Несмотря на трудности, большинство пехотинцев осознавали ценность этого жесткого обучения. «На войне, — вспоминал Фриц-Эрих Димке, — мы выжили… благодаря упорным тренировкам». Густав Кникрем отмечал после войны: «Преимущество наших вооруженных сил заключалось в этой чудовищной подготовке… Все приказы исполнялись автоматически… Ты думал о доме, о любимых, ты думал обо всем этом. Но все равно стоял прямо и стрелял… Ты действовал автоматически, как положено солдату. И дело в том, что это помогало сохранить жизнь. Сегодня отрицать это могут только идиоты». Зигфрид Кнаппе говорил о своих инструкторах, что они старались «создать напряженную обстановку, приближенную к боевой». А позже, перед началом кампании во Франции, Кнаппе указывал и на другую цель этой постоянной работы: «Мы немедленно приступили к активной подготовке… чтобы солдаты привыкли к совместной работе. Мы занимались упражнениями круглые сутки, чтобы достичь слаженности, необходимой в бою».

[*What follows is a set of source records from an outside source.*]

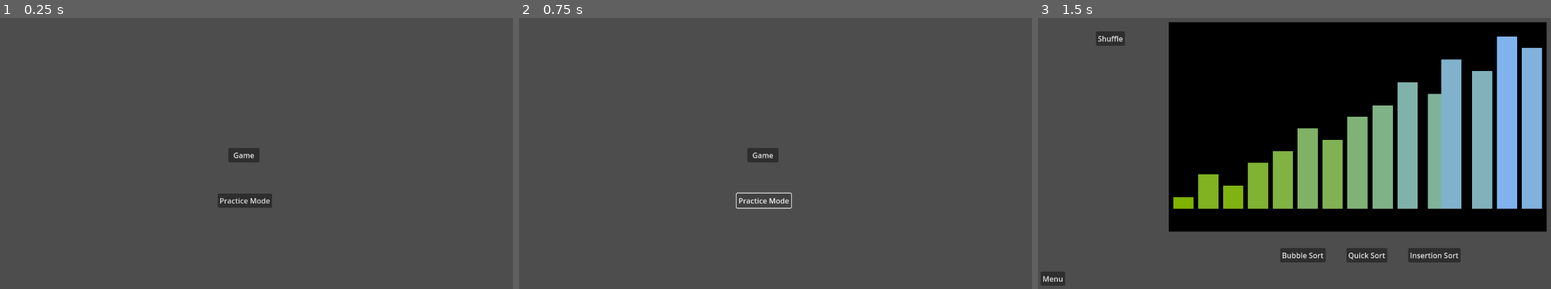
Above: before the commit, frames 1-3 (left to right).
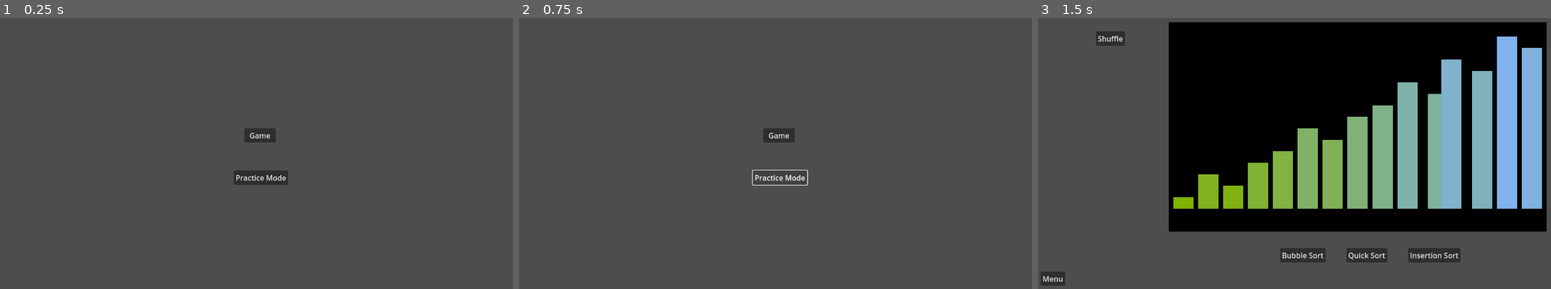
Above: after the commit, the same moments.

Repository: jematson/CS471ChappellChase
Game: Godot game, scene res://scenes/main_menu.tscn
Same seed, same stepped clock (60 frames per second), same inputs: the game is played once before the commit and once after it.
Inputs:
- Up to frame 1 (0.25 s): no input
- Up to frame 2 (0.75 s): click "Practice Mode" at 0.5 s
- Up to frame 3 (1.5 s): click "Game" at 1.25 s

The runs differ from the first frame. In frame 1, 1.6% of the frame differs, in the area x 42-57%, y 40-70%; in frame 2, 1.0%; in frame 3, nothing differs.

Commit message:
Connect function to practice mode button

Diff:
--- a/scenes/main_menu.tscn
+++ b/scenes/main_menu.tscn
@@ -13,18 +13,19 @@
 
 [node name="GameButton" type="Button" parent="."]
 layout_mode = 0
-offset_left = 496.0
-offset_top = 341.0
-offset_right = 564.0
-offset_bottom = 372.0
+offset_left = 531.0
+offset_top = 298.0
+offset_right = 599.0
+offset_bottom = 329.0
 text = "Game"
 
 [node name="PracticeButton" type="Button" parent="."]
 layout_mode = 0
-offset_left = 473.0
-offset_top = 440.0
-offset_right = 591.0
-offset_bottom = 471.0
+offset_left = 508.0
+offset_top = 390.0
+offset_right = 626.0
+offset_bottom = 421.0
 text = "Practice Mode"
 
 [connection signal="pressed" from="GameButton" to="." method="_on_game_button_pressed"]
+[connection signal="pressed" from="PracticeButton" to="." method="_on_practice_button_pressed"]
--- a/source/main_menu.gd
+++ b/source/main_menu.gd
@@ -3,3 +3,7 @@
 
 func _on_game_button_pressed() -> void:
 	get_tree().change_scene_to_file("res://scenes/level.tscn")
+
+
+func _on_practice_button_pressed() -> void:
+	print("Practice Mode button pressed")

Именно взаимосвязь между жесткостью начальной подготовки и сплоченностью группы, возникавшей вследствие этой подготовки, позволила немецкой армии добиться успехов. По словам одного ученого, «немцы постоянно одерживали верх над более многочисленными армиями Союзников, которые в конечном итоге нанесли им поражение…По соотношению живой силы немецкие сухопутные войска при любых обстоятельствах неуклонно наносили противостоявшим им британским и американским войскам примерно на 50 % больше потерь, чем несли сами. Так обстояло дело и в наступлении, и в обороне, когда они обладали локальным численным превосходством и когда, что случалось намного чаще, уступали противнику в численности».
Как утверждает Мартин ван Кревельд, это превосходство не было следствием ни неопытности Союзников («Одна из поразительных особенностей заключалась в том, что вермахт одинаково хорошо сражался, и одерживая победы, и терпя поражения»), ни некоего врожденного милитаризма или особенностей характера немцев: «Существующие сравнительные исследования… не позволяют прийти к однозначному выводу, что из немцев от природы выходили лучшие солдаты, чем из американцев». Более того, он утверждал: «По результатам исследования мы пришли к выводу, что американцы, благодаря воспитанию, образованию и личным качествам, представляют собой первоклассный материал для подготовки солдат… Как ни парадоксально, в отношении немцев это не доказано… По имеющимся свидетельствам, нет никаких оснований полагать, что немецкий национальный характер приспособлен к войне в большей или меньшей степени, чем американский». Различие в уровнях сплоченности и боевой эффективности ван Кревельд стремится объяснить такими причинами, как организация, проработанная теория и, не в последнюю очередь, тяжелая, приближенная к реальности и непрерывная боевая подготовка.
Тем не менее, как и в любой армии, существовала тонкая грань между упорной подготовкой, важной для выживания в бою, и издевательствами, мелочными или садистскими, которые Пол Фассел называет «солдафонщиной». Для Фассела «солдафонщина» означала «мелкие издевки сильного над слабым; открытую борьбу за власть, авторитет и престиж; садизм, скрытый под тонкой маской необходимой дисциплины; постоянное «сведение счетов» и настойчивое требование соблюдения буквы, а не духа приказов». Имеющиеся свидетельства дают основания полагать, что в немецких войсках мелкие издевательства личного характера были менее распространены, чем в англо-американских. Вермахт предпринимал согласованные усилия для формирования крепкого чувства товарищества между младшими офицерами и солдатами. Ганс-Вернер Вольтерсдорф, когда в лагере военнопленных его спросили о том, как действовали немцы, упомянул об «особом принципе лидерства», который был для них в новинку: «Обязательным требованием для получения офицерского звания был не диплом о высшем образовании, а наличие достойных подражания способностей, подлинного авторитета. Командир подразделения должен был стать и его лучшим солдатом; командира выделяла не форма, не должность, а способность служить примером». Более того, в условиях, когда вся жизнь индивидуума должна была принадлежать партии и государству, процесс лишения новобранца черт самостоятельной личности начинался еще до попадания в учебный лагерь, поэтому процедура начальной подготовки могла производить не столь шокирующее впечатление.